Tripp reminds us, as people-helpers, that we must get to an understanding of identity. Our counselees must rest in God’s grace that provides forgiveness, enablement, and deliverance. Without a proper understanding of our identity in Christ, our counselees will not live out Christ in their daily thoughts and actions.

Run to God Rather than to Substitutes

Life is hard. That is reality in a broken world. So what does a person do when life gets hard? All too often the answer is “run to a substitute.” Some bury themselves in endless work, others seek comfort in alcohol, drugs, or illicit relationships, and still others seek joy in material goods. In reality, the only thing that satisfies is the Lord. Thus Tripp explains, “In this broken world you need a place to run for comfort, encouragement, motivation, strength, and rest. There is no better place to run than into the arms of the One who reigns over it all for your sake. No, you won’t always understand. Yes, there will be moments when life will seem overwhelmingly difficult… But in those moments, determine to do this one thing. Determine to run to him and not from him. Run to him with your questions, doubts, confusion, and fear” (p. 61). We need to remember this and then teach it to our counselees.

Remember that When You Are Weak, He Is Strong

There is a desire in our hearts to think we are good enough or strong enough to handle challenges. Eventually that logic comes to ruin.
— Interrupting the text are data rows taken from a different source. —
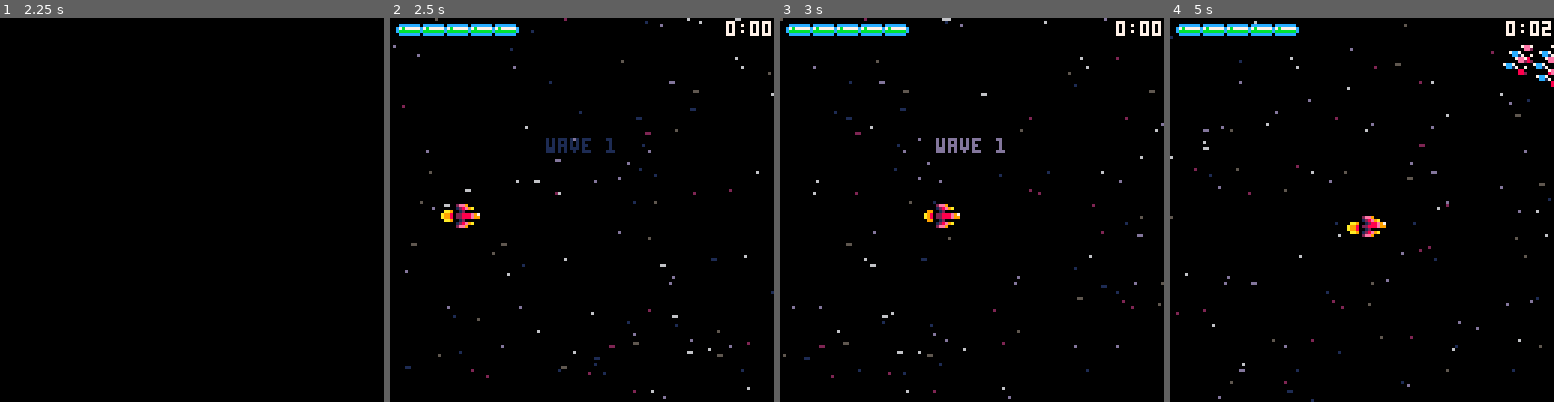
Above: before the commit, frames 1-4 (left to right).
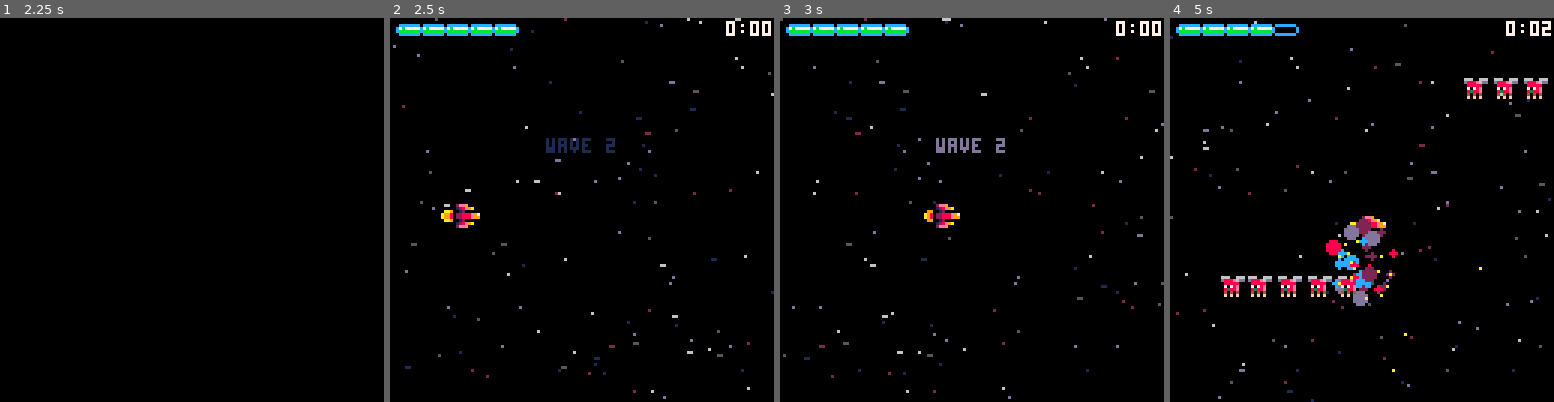
Above: after the commit, the same moments.

Repository: chmestan/PICO8-Shmup
Game: PICO-8 cartridge shmup.p8
Same seed, same stepped clock (60 frames per second), same inputs: the game is played once before the commit and once after it.
Inputs:
- Up to frame 1 (2.25 s): tap X (X key) at 0.33, 1.07, 1.85 s; hold Right 1.6-2.1 s; hold Up from 2.15 s (still down)
- Up to frame 2 (2.5 s): release Up at 2.42 s; hold Right from 2.47 s (still down)
- Up to frame 3 (3 s): keep holding Right; tap X (X key) at 2.97 s
- Up to frame 4 (5 s): release Right at 3.03 s; hold Left 3.08-3.58 s; hold Down 3.63-3.97 s; hold Right 4.02-4.68 s; tap X (X key) at 4.08 s; hold Up from 4.73 s (still down)

Frame 1 is identical in both runs. In frame 2, less than 0.1% of the frame differs, in the area x 56-59%, y 31-35%; in frame 3, less than 0.1%; in frame 4, 3.6%, in the area x 13-100%, y 2-93%.

Commit message:
Draft wave 2

Diff:
--- a/shmup.p8
+++ b/shmup.p8
@@ -19,7 +19,7 @@
 
  music(2)
 
- wave=1
+ wave=2
  wavetime=64
 
  ship=
@@ -111,15 +111,13 @@
   return
  end
 
- if wave==1 then
-  for enm in all(enemies) do
-   if enm.mission == "attack" then
-    mvmt1(enm)
-   elseif enm.mission == "hover" then
-    enm.mission = "attack"
-   end
-  end
- end
+-- if wave==1 or wave == 2 then
+--  for enm in all(enemies) do
+--   if enm.mission == "hover" then
+--    enm.mission = "attack"
+--   end
+--  end
+-- end
 
  if mode=="game" and #enemies == 0 then
 	 nextwave()
@@ -548,12 +546,16 @@
 function spawnwave(nb)
  if nb == 1 then
   placeenm({
-  {0,1,1,0},
-  {1,1,1,1},
-  {1,1,1,1},
-  {0,1,1,0}},80,10)
+  {1,1},
+  {1,1}},80,20)
+  placeenm({
+  {1,1},
+  {1,1}},80,83)
  elseif nb == 2 then
- --
+  placeenm({
+	  {2,2,2,2,2}},75,20)
+	 placeenm({
+	  {2,2,2,2,2}},1,80)
  end
 end
 
@@ -600,13 +602,17 @@
   	end
   	enm.b=6
    enm.hp=2
-   enm.spd=1
 
   elseif tp == 2 then
   	for i=64,69 do
   	 add(enm.anim,i)
   	end
    enm.hp=5
+   if #enemies >=5 then
+    enm.spd = -1
+--    enm.x=enx*1.5+5
+-- 		 enm.y=eny*1.5-5
+   end
 
   elseif tp == 3 then
   	for i=70,79 do
@@ -635,7 +641,6 @@
   	enm.mission = "attack"
   	enm.x=enm.posx
   	enm.y=enm.posy
-  	enm.spd=1
   end
 
  add(enemies, enm)
@@ -862,7 +867,7 @@
  elseif enm.mission == "hover" then
 
  elseif enm.mission == "attack" then
-  targetplayer(enm)
+  enemymvmt(enm,wave)
  end
 end
 
@@ -897,7 +902,7 @@
   if abs(e.posx-e.x)<0.3 and
    abs(e.posy-e.y)<0.3
    then
-    e.mission = "hover"
+    e.mission = "attack"
   end
 end
 
@@ -911,6 +916,15 @@
 
  enm.x += normx * enm.spd
  enm.y += normy * enm.spd/2
+end
+
+function enemymvmt(enm,nb)
+ if nb==1 then
+  targetplayer(enm)
+  mvmt1(enm)
+ elseif nb==2 then
+  mvmt2(enm)
+ end
 end
 
 function mvmt1(enm)
@@ -918,6 +932,13 @@
  if globalt%rndf == 0 then
 		enm.x += (rnd() - 0.5)*3
 		enm.y += (rnd() - 0.5)*3
+ end
+end
+
+function mvmt2(enm)
+ enm.x-=enm.spd
+ if enm.x<=-8 then
+  enm.x = 129
  end
 end

So Tripp encourages us to remember that, “You are riddled with imperfections, but God is perfect in every way. Therefore, the key to rest is not in continually lying to yourself in a futile effort to convince yourself you are strong. No, it is when you humbly embrace your foolishness, weakness, and sin that you are in the best position to know peace of heart and to live productively in this broken-down house. So let your smallness drive you to the One who alone is great” (p. 75).

Develop Far More Passion for Jesus

Much of the book could be summarized under this heading. When you understand your world, when you understand who you are, and when you understand that God is working in you, that frees you for passionately living for Jesus. This is not only a call to have a genuine relationship with Jesus rather than a “show of spirituality;” it is so much more than that. It’s about being angry about the things God is angry about. It's about serving, developing relationships with other believers, and seeking to leave a legacy for all who follow in your footsteps. After all, “When you lose your sense of gratitude for your acceptance into God’s Kingdom, you will lose your zeal for the work of that Kingdom. And you will live in daily pursuit and daily celebration of the purposes of some other kingdom” (p. 184).

In other words, if we do not develop a passion for Jesus and His kingdom, we will develop a passion for our own kingdom. We Christians could use a higher dose of passion for Jesus and His kingdom than we currently have.

To Help Others…

If you want to help people, then you need to read this book. Let me encourage you to first let it challenge you. Meditate on some of the truths and let the Lord drive them deep into your heart. After you have thought and meditated for a while, share the book and the insights in it with those to whom you minister. Both you and they will be better for it.